BEGIN Materials provided

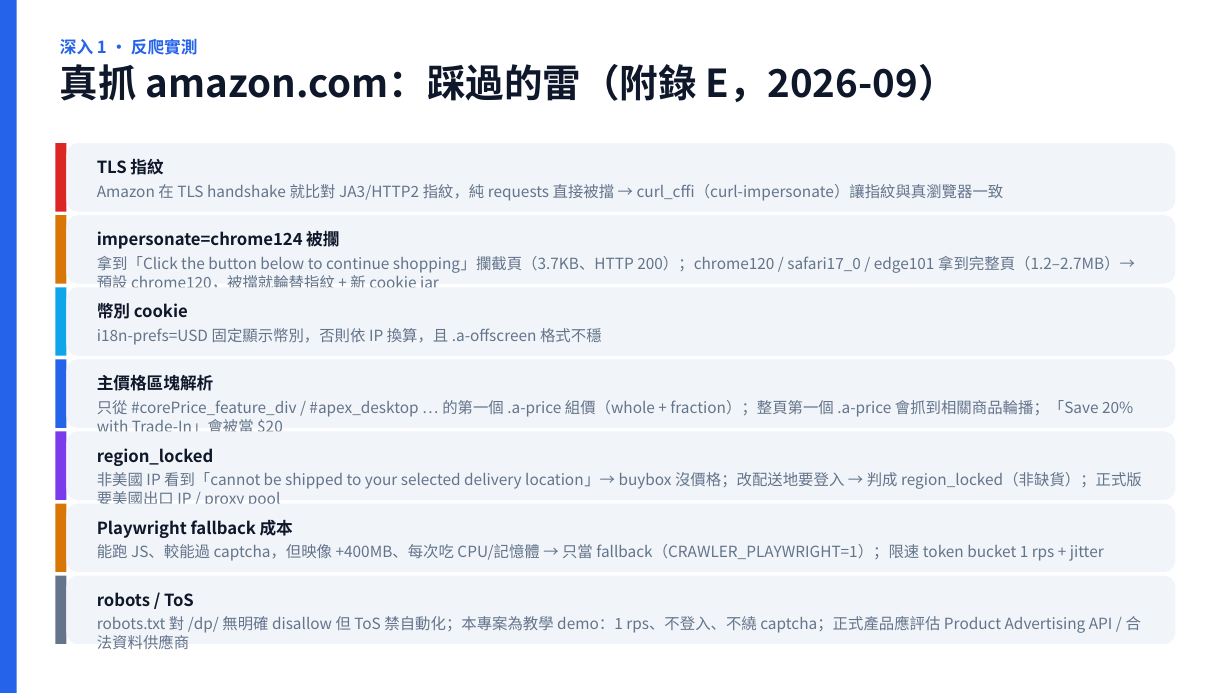
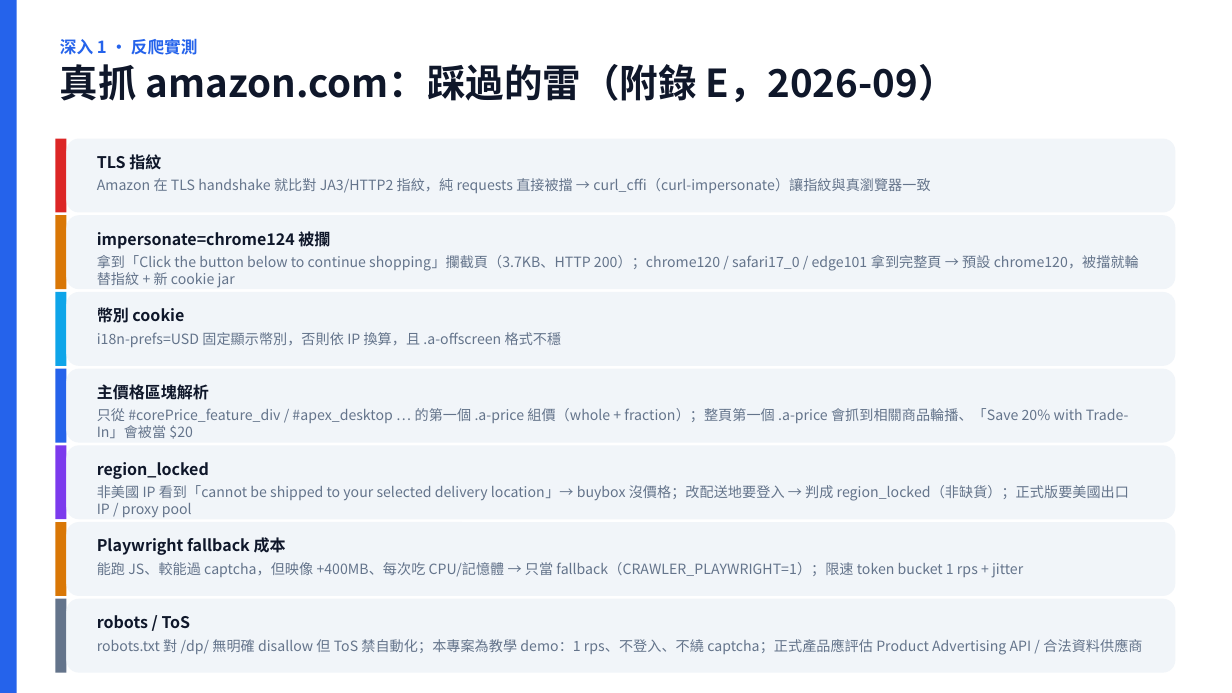
Before and after one commit to scolley31/system-design-demo, a slide deck: slide 10 of Amazon price tracking service/Amazon_Price_Tracking_Service.pptx. Drawn at 1232x693 pixels with LibreOffice and Linux fonts; fonts in the diff are those of the drawing. Boxes give left, top, right and bottom in pixels: in the first picture for what was removed or moved away, otherwise in the second. Text is boxed around its words. In the diff, an @@ line names an element or a change of style, - is before the commit and + after.

```diff
--- a/Amazon price tracking service/Amazon_Price_Tracking_Service.pptx
+++ b/Amazon price tracking service/Amazon_Price_Tracking_Service.pptx
@@ rectangle resized from (x1=55, y1=143, x2=67, y2=212) to (x1=55, y1=139, x2=67, y2=213) @@
@@ rounded rectangle resized from (x1=67, y1=143, x2=1176, y2=212) to (x1=67, y1=139, x2=1176, y2=213) @@
@@ text "TLS 指紋" at (x1=97, y1=154, x2=930, y2=193): size 13 to 12.5 pt in "TLS 指紋"; size 12 to 11 pt @@
@@ rectangle resized from (x1=55, y1=215, x2=67, y2=284) to (x1=55, y1=215, x2=67, y2=289) @@
@@ rounded rectangle resized from (x1=67, y1=215, x2=1176, y2=284) to (x1=67, y1=215, x2=1176, y2=289) @@
@@ text at (x1=97, y1=229, x2=330, y2=250): size 13 to 12.5 pt in "impersonate=chrome124 被攔" @@
@@ text at (x1=97, y1=255, x2=1139, y2=288): text changed; size 12 to 11 pt @@
-拿到「Click the button below to continue shopping」攔截頁（3.7KB、HTTP 200）；chrome120 / safari17_0 / edge101 拿到完整頁（1.2–2.7MB）→ 預設 chrome120，被擋就輪替指紋 + 新 cookie jar
+拿到「Click the button below to continue shopping」攔截頁（3.7KB、HTTP 200）；chrome120 / safari17_0 / edge101 拿到完整頁 → 預設 chrome120，被擋就輪替指紋 + 新 cookie jar
@@ rectangle resized from (x1=55, y1=287, x2=67, y2=356) to (x1=55, y1=292, x2=67, y2=366) @@
@@ rounded rectangle resized from (x1=67, y1=287, x2=1176, y2=356) to (x1=67, y1=292, x2=1176, y2=366) @@
@@ text "幣別 cookie" at (x1=97, y1=307, x2=562, y2=347): size 13 to 12.5 pt in "幣別 cookie"; size 12 to 11 pt in "i18n-prefs=USD 固定顯示幣別，否則依 IP 換算，且 .a-offscreen 格式不穩" @@
@@ rectangle resized from (x1=55, y1=360, x2=67, y2=428) to (x1=55, y1=369, x2=67, y2=443) @@
@@ rounded rectangle resized from (x1=67, y1=360, x2=1176, y2=428) to (x1=67, y1=369, x2=1176, y2=443) @@
@@ text "主價格區塊解析" moved from (x1=97, y1=375, x2=1133, y2=432) to (x1=97, y1=384, x2=1128, y2=439) @@
@@ text at (x1=97, y1=384, x2=209, y2=400): size 13 to 12.5 pt in "主價格區塊解析" @@
@@ text at (x1=97, y1=408, x2=1128, y2=439): text changed; size 12 to 11 pt @@
-只從 #corePrice_feature_div / #apex_desktop … 的第一個 .a-price 組價（whole + fraction）；整頁第一個 .a-price 會抓到相關商品輪播；「Save 20% with Trade-In」會被當 $20
+只從 #corePrice_feature_div / #apex_desktop … 的第一個 .a-price 組價（whole + fraction）；整頁第一個 .a-price 會抓到相關商品輪播、「Save 20% with Trade-In」會被當 $20
@@ rectangle resized from (x1=55, y1=432, x2=67, y2=500) to (x1=55, y1=445, x2=67, y2=519) @@
@@ rounded rectangle resized from (x1=67, y1=432, x2=1176, y2=500) to (x1=67, y1=445, x2=1176, y2=519) @@
@@ text "region_locked" moved from (x1=97, y1=448, x2=1142, y2=504) to (x1=97, y1=462, x2=1129, y2=517) @@
@@ text "region_locked" at (x1=97, y1=462, x2=1129, y2=517): size 13 to 12.5 pt in "region_locked"; size 12 to 11 pt in "非美國 IP 看到「cannot be shipped to your ..." @@
@@ rectangle resized from (x1=55, y1=504, x2=67, y2=572) to (x1=55, y1=522, x2=67, y2=596) @@
@@ rounded rectangle resized from (x1=67, y1=504, x2=1176, y2=572) to (x1=67, y1=522, x2=1176, y2=596) @@
@@ text "Playwright fallback 成本" moved from (x1=97, y1=519, x2=1104, y2=561) to (x1=97, y1=537, x2=1023, y2=578) @@
@@ text "Playwright fallback 成本" at (x1=97, y1=537, x2=1023, y2=578): size 13 to 12.5 pt in "Playwright fallback 成本"; size 12 to 11 pt in "能跑 JS、較能過 captcha，但映像 +400MB、每次吃 CPU/記憶體 → 只當 ..." @@
@@ rectangle resized from (x1=55, y1=576, x2=67, y2=644) to (x1=55, y1=599, x2=67, y2=673) @@
@@ rounded rectangle resized from (x1=67, y1=576, x2=1176, y2=644) to (x1=67, y1=599, x2=1176, y2=673) @@
@@ text "robots / ToS" moved from (x1=97, y1=592, x2=1141, y2=649) to (x1=97, y1=615, x2=1142, y2=655) @@
@@ text "robots / ToS" at (x1=97, y1=615, x2=1142, y2=655): size 13 to 12.5 pt in "robots / ToS"; size 12 to 11 pt @@
```
Also in this commit, not shown: 5 other slides changed, 2 other files.

END Materials provided

* What you are asked to do
Copy out every line of the listing that includes the string "拿到完整頁".

* Task output
-拿到「Click the button below to continue shopping」攔截頁（3.7KB、HTTP 200）；chrome120 / safari17_0 / edge101 拿到完整頁（1.2–2.7MB）→ 預設 chrome120，被擋就輪替指紋 + 新 cookie jar
+拿到「Click the button below to continue shopping」攔截頁（3.7KB、HTTP 200）；chrome120 / safari17_0 / edge101 拿到完整頁 → 預設 chrome120，被擋就輪替指紋 + 新 cookie jar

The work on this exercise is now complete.